/MemHub

MemHub: A Memory Management System for Deep Learning with Limited Memory Resources

Primary LanguageC++BSD 3-Clause "New" or "Revised" LicenseBSD-3-Clause

MemHub

Vision

MemHub is a novel memory management system for DLT with limited memory resources. Itadopts a novel N-to-M mapping between data and memory to enable efficient random data access. This mapping mechanism enables the optimization of batch data loading from storage and batch data prefetching from distributed nodes to minimize the I/O overhead.

Install prerequisites

  • Python 3.8
  • Pytorch 1.7.0
  • CUDA 11.2
  • CMAKE 3.18.0
  • GCC 7.5.0
  • libconfig
  • gRPC

Compile the system

Compile the server of MemHub

 mkdir libMemHub/server/build/
 cd libMemHub/server/build/
 cmake ../
 make

Compile the client of MemHub

mkdir libMemHub/client/build/
cd libMemHub/client/build/
cmake ../
make

Run the System

Setting Up Configuration Information

Before running the system, you'll need to set up the configuration parameters according to your training requirements. Follow these steps:

cd  libMemHub/configure/
vim grpc_configure.cfg

Within this file, you can adjust the following configurations:

  • max_check_num: This parameter determines the maximum number of data items to check during target node prefetching in cross-node sharing.
  • max_reply_num: Sets the maximum number of data items to reply on the target node during cross-node sharing.
  • node_ip_port: Specifies communication information for each node involved in cross-data sharing.

Model Training

Based on MemHub, training a model is not much different from training a model using native PyTorch.
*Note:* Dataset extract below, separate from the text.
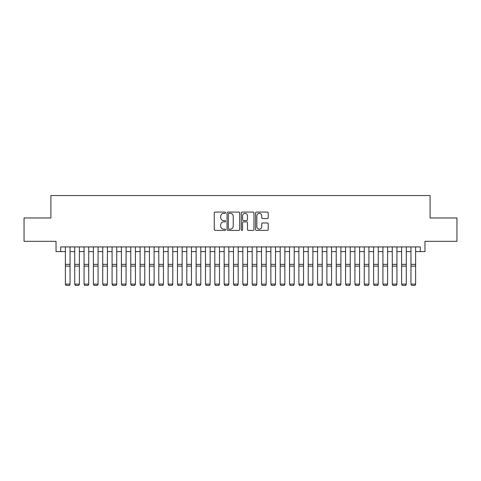 <?xml version="1.0" encoding="UTF-8"?>
<svg xmlns="http://www.w3.org/2000/svg" width="481" height="481" viewBox="0 0 481 481"><rect width="100%" height="100%" fill="white"/><g stroke="black" fill="none" stroke-linecap="round" stroke-linejoin="round"><path stroke-width="0.72" d="M225.559 212.71A0.643 0.643 0 0 0 224.916 212.073L215.175 212.073A0.914 0.914 0 0 0 214.255 212.987L214.255 229.491A0.914 0.914 0 0 0 215.175 230.405L224.916 230.405A0.643 0.643 0 0 0 225.559 229.762A0.643 0.643 0 0 0 224.916 229.124L223.653 229.124A2.934 2.934 0 0 1 220.719 226.19L220.719 224.813A2.934 2.934 0 0 1 223.653 221.879L224.916 221.879A0.643 0.643 0 0 0 225.559 221.236A0.643 0.643 0 0 0 224.916 220.599L223.653 220.599A2.934 2.934 0 0 1 220.719 217.665L220.719 216.288A2.934 2.934 0 0 1 223.653 213.354L224.916 213.354A0.643 0.643 0 0 0 225.559 212.71M267.292 218.536A0.914 0.914 0 0 0 268.212 217.616L268.212 212.987A0.914 0.914 0 0 0 267.292 212.073L256.475 212.073A0.914 0.914 0 0 0 255.555 212.987L255.555 229.491A0.914 0.914 0 0 0 256.475 230.405L267.292 230.405A0.914 0.914 0 0 0 268.212 229.491L268.212 223.899A0.914 0.914 0 0 0 267.292 222.98L262.662 222.98A0.914 0.914 0 0 0 261.748 223.899L261.748 226.671A2.453 2.453 0 0 1 259.295 229.124A2.453 2.453 0 0 1 256.842 226.671L256.842 215.807A2.453 2.453 0 0 1 259.295 213.354A2.453 2.453 0 0 1 261.748 215.807L261.748 217.616A0.914 0.914 0 0 0 262.662 218.536L267.292 218.536M60.708 251.593L60.708 246.921L420.292 246.921L420.292 251.593L424.963 251.593L424.963 241.318L456.95 241.318L456.95 217.971L430.098 217.971L430.098 195.557L50.902 195.557L50.902 217.971L24.05 217.971L24.05 241.318L56.036 241.318L56.036 251.593L65.38 251.593M239.7 212.987A0.914 0.914 0 0 0 238.78 212.073L227.964 212.073A0.914 0.914 0 0 0 227.044 212.987L227.044 229.491A0.914 0.914 0 0 0 227.964 230.405L238.78 230.405A0.914 0.914 0 0 0 239.7 229.491L239.7 212.987M242.22 212.073L253.036 212.073A0.914 0.914 0 0 1 253.956 212.987L253.956 229.491A0.914 0.914 0 0 1 253.036 230.405L248.406 230.405A0.914 0.914 0 0 1 247.493 229.491L247.493 222.799A0.914 0.914 0 0 0 246.573 221.879L243.5 221.879A0.914 0.914 0 0 0 242.586 222.799L242.586 229.762A0.643 0.643 0 0 1 241.943 230.405A0.643 0.643 0 0 1 241.3 229.762L241.3 212.987A0.914 0.914 0 0 1 242.22 212.073M70.046 251.593L74.717 251.593M79.389 251.593L84.061 251.593M88.726 251.593L93.398 251.593M98.07 251.593L102.736 251.593M107.407 251.593L112.079 251.593M116.745 251.593L121.416 251.593M126.088 251.593L130.76 251.593M135.426 251.593L140.097 251.593M144.769 251.593L149.435 251.593M154.106 251.593L158.778 251.593M163.444 251.593L168.116 251.593M172.787 251.593L177.459 251.593M182.125 251.593L186.796 251.593M191.468 251.593L196.134 251.593M200.805 251.593L205.477 251.593M210.143 251.593L214.815 251.593M219.486 251.593L224.158 251.593M228.824 251.593L233.495 251.593M238.167 251.593L242.833 251.593M247.505 251.593L252.176 251.593M256.842 251.593L261.514 251.593M266.185 251.593L270.857 251.593M275.523 251.593L280.195 251.593M284.866 251.593L289.532 251.593M294.204 251.593L298.875 251.593M303.541 251.593L308.213 251.593M312.884 251.593L317.556 251.593M322.222 251.593L326.894 251.593M331.565 251.593L336.231 251.593M340.903 251.593L345.574 251.593M350.24 251.593L354.912 251.593M359.584 251.593L364.255 251.593M368.921 251.593L373.593 251.593M378.264 251.593L382.93 251.593M387.602 251.593L392.274 251.593M396.939 251.593L401.611 251.593M406.283 251.593L410.954 251.593M415.62 251.593L420.292 251.593M228.974 213.354A0.643 0.643 0 0 0 228.331 213.997L228.331 228.481A0.643 0.643 0 0 0 228.974 229.124L230.303 229.124A2.934 2.934 0 0 0 233.237 226.19L233.237 216.288A2.934 2.934 0 0 0 230.303 213.354L228.974 213.354M247.493 215.855A2.453 2.453 0 0 0 245.039 213.402A2.453 2.453 0 0 0 242.586 215.855L242.586 219.679A0.914 0.914 0 0 0 243.5 220.599L246.573 220.599A0.914 0.914 0 0 0 247.493 219.679L247.493 215.855M70.046 246.921L70.046 284.283L69.348 285.443L66.077 285.377L69.348 285.443M66.077 285.443L65.38 284.115L70.046 284.115L69.348 285.377M65.38 246.921L65.38 284.115L66.077 285.377M79.389 246.921L79.389 284.283L78.686 285.443L75.421 285.377L78.686 285.443M75.421 285.443L74.717 284.115L79.389 284.115L78.686 285.377M74.717 246.921L74.717 284.115L75.421 285.377M88.726 246.921L88.726 284.283L88.029 285.443L84.758 285.377L88.029 285.443M84.758 285.443L84.061 284.115L88.726 284.115L88.029 285.377M84.061 246.921L84.061 284.115L84.758 285.377M98.07 246.921L98.07 284.283L97.366 285.443L94.096 285.377L97.366 285.443M94.096 285.443L93.398 284.115L98.07 284.115L97.366 285.377M93.398 246.921L93.398 284.115L94.096 285.377M107.407 246.921L107.407 284.283L106.71 285.443L103.439 285.377L106.71 285.443M103.439 285.443L102.736 284.115L107.407 284.115L106.71 285.377M102.736 246.921L102.736 284.115L103.439 285.377M116.745 246.921L116.745 284.283L116.047 285.443L112.776 285.377L116.047 285.443M112.776 285.443L112.079 284.115L116.745 284.115L116.047 285.377M112.079 246.921L112.079 284.115L112.776 285.377M126.088 246.921L126.088 284.283L125.385 285.443L122.12 285.377L125.385 285.443M122.12 285.443L121.416 284.115L126.088 284.115L125.385 285.377M121.416 246.921L121.416 284.115L122.12 285.377M135.426 246.921L135.426 284.283L134.728 285.443L131.457 285.377L134.728 285.443M131.457 285.443L130.76 284.115L135.426 284.115L134.728 285.377M130.76 246.921L130.76 284.115L131.457 285.377M144.769 246.921L144.769 284.283L144.066 285.443L140.795 285.377L144.066 285.443M140.795 285.443L140.097 284.115L144.769 284.115L144.066 285.377M140.097 246.921L140.097 284.115L140.795 285.377M154.106 246.921L154.106 284.283L153.409 285.443L150.138 285.377L153.409 285.443M150.138 285.443L149.435 284.115L154.106 284.115L153.409 285.377M149.435 246.921L149.435 284.115L150.138 285.377M163.444 246.921L163.444 284.283L162.746 285.443L159.476 285.377L162.746 285.443M159.476 285.443L158.778 284.115L163.444 284.115L162.746 285.377M158.778 246.921L158.778 284.115L159.476 285.377M172.787 246.921L172.787 284.283L172.084 285.443L168.819 285.377L172.084 285.443M168.819 285.443L168.116 284.115L172.787 284.115L172.084 285.377M168.116 246.921L168.116 284.115L168.819 285.377M182.125 246.921L182.125 284.283L181.427 285.443L178.156 285.377L181.427 285.443M178.156 285.443L177.459 284.115L182.125 284.115L181.427 285.377M177.459 246.921L177.459 284.115L178.156 285.377M191.468 246.921L191.468 284.283L190.765 285.443L187.494 285.377L190.765 285.443M187.494 285.443L186.796 284.115L191.468 284.115L190.765 285.377M186.796 246.921L186.796 284.115L187.494 285.377M200.805 246.921L200.805 284.283L200.108 285.443L196.837 285.377L200.108 285.443M196.837 285.443L196.134 284.115L200.805 284.115L200.108 285.377M196.134 246.921L196.134 284.115L196.837 285.377M210.143 246.921L210.143 284.283L209.445 285.443L206.175 285.377L209.445 285.443M206.175 285.443L205.477 284.115L210.143 284.115L209.445 285.377M205.477 246.921L205.477 284.115L206.175 285.377M219.486 246.921L219.486 284.283L218.783 285.443L215.518 285.377L218.783 285.443M215.518 285.443L214.815 284.115L219.486 284.115L218.783 285.377M214.815 246.921L214.815 284.115L215.518 285.377M228.824 246.921L228.824 284.283L228.126 285.443L224.855 285.377L228.126 285.443M224.855 285.443L224.158 284.115L228.824 284.115L228.126 285.377M224.158 246.921L224.158 284.115L224.855 285.377M238.167 246.921L238.167 284.283L237.464 285.443L234.193 285.377L237.464 285.443M234.193 285.443L233.495 284.115L238.167 284.115L237.464 285.377M233.495 246.921L233.495 284.115L234.193 285.377M247.505 246.921L247.505 284.283L246.807 285.443L243.536 285.377L246.807 285.443M243.536 285.443L242.833 284.115L247.505 284.115L246.807 285.377M242.833 246.921L242.833 284.115L243.536 285.377M256.842 246.921L256.842 284.283L256.145 285.443L252.874 285.377L256.145 285.443M252.874 285.443L252.176 284.115L256.842 284.115L256.145 285.377M252.176 246.921L252.176 284.115L252.874 285.377M266.185 246.921L266.185 284.283L265.482 285.443L262.217 285.377L265.482 285.443M262.217 285.443L261.514 284.115L266.185 284.115L265.482 285.377M261.514 246.921L261.514 284.115L262.217 285.377M275.523 246.921L275.523 284.283L274.825 285.443L271.555 285.377L274.825 285.443M271.555 285.443L270.857 284.115L275.523 284.115L274.825 285.377M270.857 246.921L270.857 284.115L271.555 285.377M284.866 246.921L284.866 284.283L284.163 285.443L280.892 285.377L284.163 285.443M280.892 285.443L280.195 284.115L284.866 284.115L284.163 285.377M280.195 246.921L280.195 284.115L280.892 285.377M294.204 246.921L294.204 284.283L293.506 285.443L290.235 285.377L293.506 285.443M290.235 285.443L289.532 284.115L294.204 284.115L293.506 285.377M289.532 246.921L289.532 284.115L290.235 285.377M303.541 246.921L303.541 284.283L302.844 285.443L299.573 285.377L302.844 285.443M299.573 285.443L298.875 284.115L303.541 284.115L302.844 285.377M298.875 246.921L298.875 284.115L299.573 285.377M312.884 246.921L312.884 284.283L312.181 285.443L308.916 285.377L312.181 285.443M308.916 285.443L308.213 284.115L312.884 284.115L312.181 285.377M308.213 246.921L308.213 284.115L308.916 285.377M322.222 246.921L322.222 284.283L321.524 285.443L318.254 285.377L321.524 285.443M318.254 285.443L317.556 284.115L322.222 284.115L321.524 285.377M317.556 246.921L317.556 284.115L318.254 285.377M331.565 246.921L331.565 284.283L330.862 285.443L327.591 285.377L330.862 285.443M327.591 285.443L326.894 284.115L331.565 284.115L330.862 285.377M326.894 246.921L326.894 284.115L327.591 285.377M340.903 246.921L340.903 284.283L340.205 285.443L336.934 285.377L340.205 285.443M336.934 285.443L336.231 284.115L340.903 284.115L340.205 285.377M336.231 246.921L336.231 284.115L336.934 285.377M350.24 246.921L350.24 284.283L349.543 285.443L346.272 285.377L349.543 285.443M346.272 285.443L345.574 284.115L350.24 284.115L349.543 285.377M345.574 246.921L345.574 284.115L346.272 285.377M359.584 246.921L359.584 284.283L358.88 285.443L355.615 285.377L358.88 285.443M355.615 285.443L354.912 284.115L359.584 284.115L358.88 285.377M354.912 246.921L354.912 284.115L355.615 285.377M368.921 246.921L368.921 284.283L368.224 285.443L364.953 285.377L368.224 285.443M364.953 285.443L364.255 284.115L368.921 284.115L368.224 285.377M364.255 246.921L364.255 284.115L364.953 285.377M378.264 246.921L378.264 284.283L377.561 285.443L374.29 285.377L377.561 285.443M374.29 285.443L373.593 284.115L378.264 284.115L377.561 285.377M373.593 246.921L373.593 284.115L374.29 285.377M387.602 246.921L387.602 284.283L386.904 285.443L383.634 285.377L386.904 285.443M383.634 285.443L382.93 284.115L387.602 284.115L386.904 285.377M382.93 246.921L382.93 284.115L383.634 285.377M396.939 246.921L396.939 284.283L396.242 285.443L392.971 285.377L396.242 285.443M392.971 285.443L392.274 284.115L396.939 284.115L396.242 285.377M392.274 246.921L392.274 284.115L392.971 285.377M406.283 246.921L406.283 284.283L405.579 285.443L402.314 285.377L405.579 285.443M402.314 285.443L401.611 284.115L406.283 284.115L405.579 285.377M401.611 246.921L401.611 284.115L402.314 285.377M415.62 246.921L415.62 284.283L414.923 285.443L411.652 285.377L414.923 285.443M411.652 285.443L410.954 284.115L415.62 284.115L414.923 285.377M410.954 246.921L410.954 284.115L411.652 285.377M70.046 264.358L65.38 264.358M70.046 266.125L65.38 266.125M79.389 264.358L74.717 264.358M79.389 266.125L74.717 266.125M88.726 264.358L84.061 264.358M88.726 266.125L84.061 266.125M98.07 264.358L93.398 264.358M98.07 266.125L93.398 266.125M107.407 264.358L102.736 264.358M107.407 266.125L102.736 266.125M116.745 264.358L112.079 264.358M116.745 266.125L112.079 266.125M126.088 264.358L121.416 264.358M126.088 266.125L121.416 266.125M135.426 264.358L130.76 264.358M135.426 266.125L130.76 266.125M144.769 264.358L140.097 264.358M144.769 266.125L140.097 266.125M154.106 264.358L149.435 264.358M154.106 266.125L149.435 266.125M163.444 264.358L158.778 264.358M163.444 266.125L158.778 266.125M172.787 264.358L168.116 264.358M172.787 266.125L168.116 266.125M182.125 264.358L177.459 264.358M182.125 266.125L177.459 266.125M191.468 264.358L186.796 264.358M191.468 266.125L186.796 266.125M200.805 264.358L196.134 264.358M200.805 266.125L196.134 266.125M210.143 264.358L205.477 264.358M210.143 266.125L205.477 266.125M219.486 264.358L214.815 264.358M219.486 266.125L214.815 266.125M228.824 264.358L224.158 264.358M228.824 266.125L224.158 266.125M238.167 264.358L233.495 264.358M238.167 266.125L233.495 266.125M247.505 264.358L242.833 264.358M247.505 266.125L242.833 266.125M256.842 264.358L252.176 264.358M256.842 266.125L252.176 266.125M266.185 264.358L261.514 264.358M266.185 266.125L261.514 266.125M275.523 264.358L270.857 264.358M275.523 266.125L270.857 266.125M284.866 264.358L280.195 264.358M284.866 266.125L280.195 266.125M294.204 264.358L289.532 264.358M294.204 266.125L289.532 266.125M303.541 264.358L298.875 264.358M303.541 266.125L298.875 266.125M312.884 264.358L308.213 264.358M312.884 266.125L308.213 266.125M322.222 264.358L317.556 264.358M322.222 266.125L317.556 266.125M331.565 264.358L326.894 264.358M331.565 266.125L326.894 266.125M340.903 264.358L336.231 264.358M340.903 266.125L336.231 266.125M350.24 264.358L345.574 264.358M350.24 266.125L345.574 266.125M359.584 264.358L354.912 264.358M359.584 266.125L354.912 266.125M368.921 264.358L364.255 264.358M368.921 266.125L364.255 266.125M378.264 264.358L373.593 264.358M378.264 266.125L373.593 266.125M387.602 264.358L382.93 264.358M387.602 266.125L382.93 266.125M396.939 264.358L392.274 264.358M396.939 266.125L392.274 266.125M406.283 264.358L401.611 264.358M406.283 266.125L401.611 266.125M415.62 264.358L410.954 264.358M415.62 266.125L410.954 266.125"/></g></svg>

Simply execute the following command:

source run.sh

This script will initiate the system and run it according to the specified training configuration, dataset, and model information. You can set these parameters in the run.sh file, and then simply execute the above command to start running the system.

It's worth noting that MemHub has two special parameters:

  • chunk-size: Specifies the size of the data chunk used for this training, representing the number of training data contained in each data chunk.
  • cache-ratio: Specifies the ratio of dataset to be cached in memory for this training.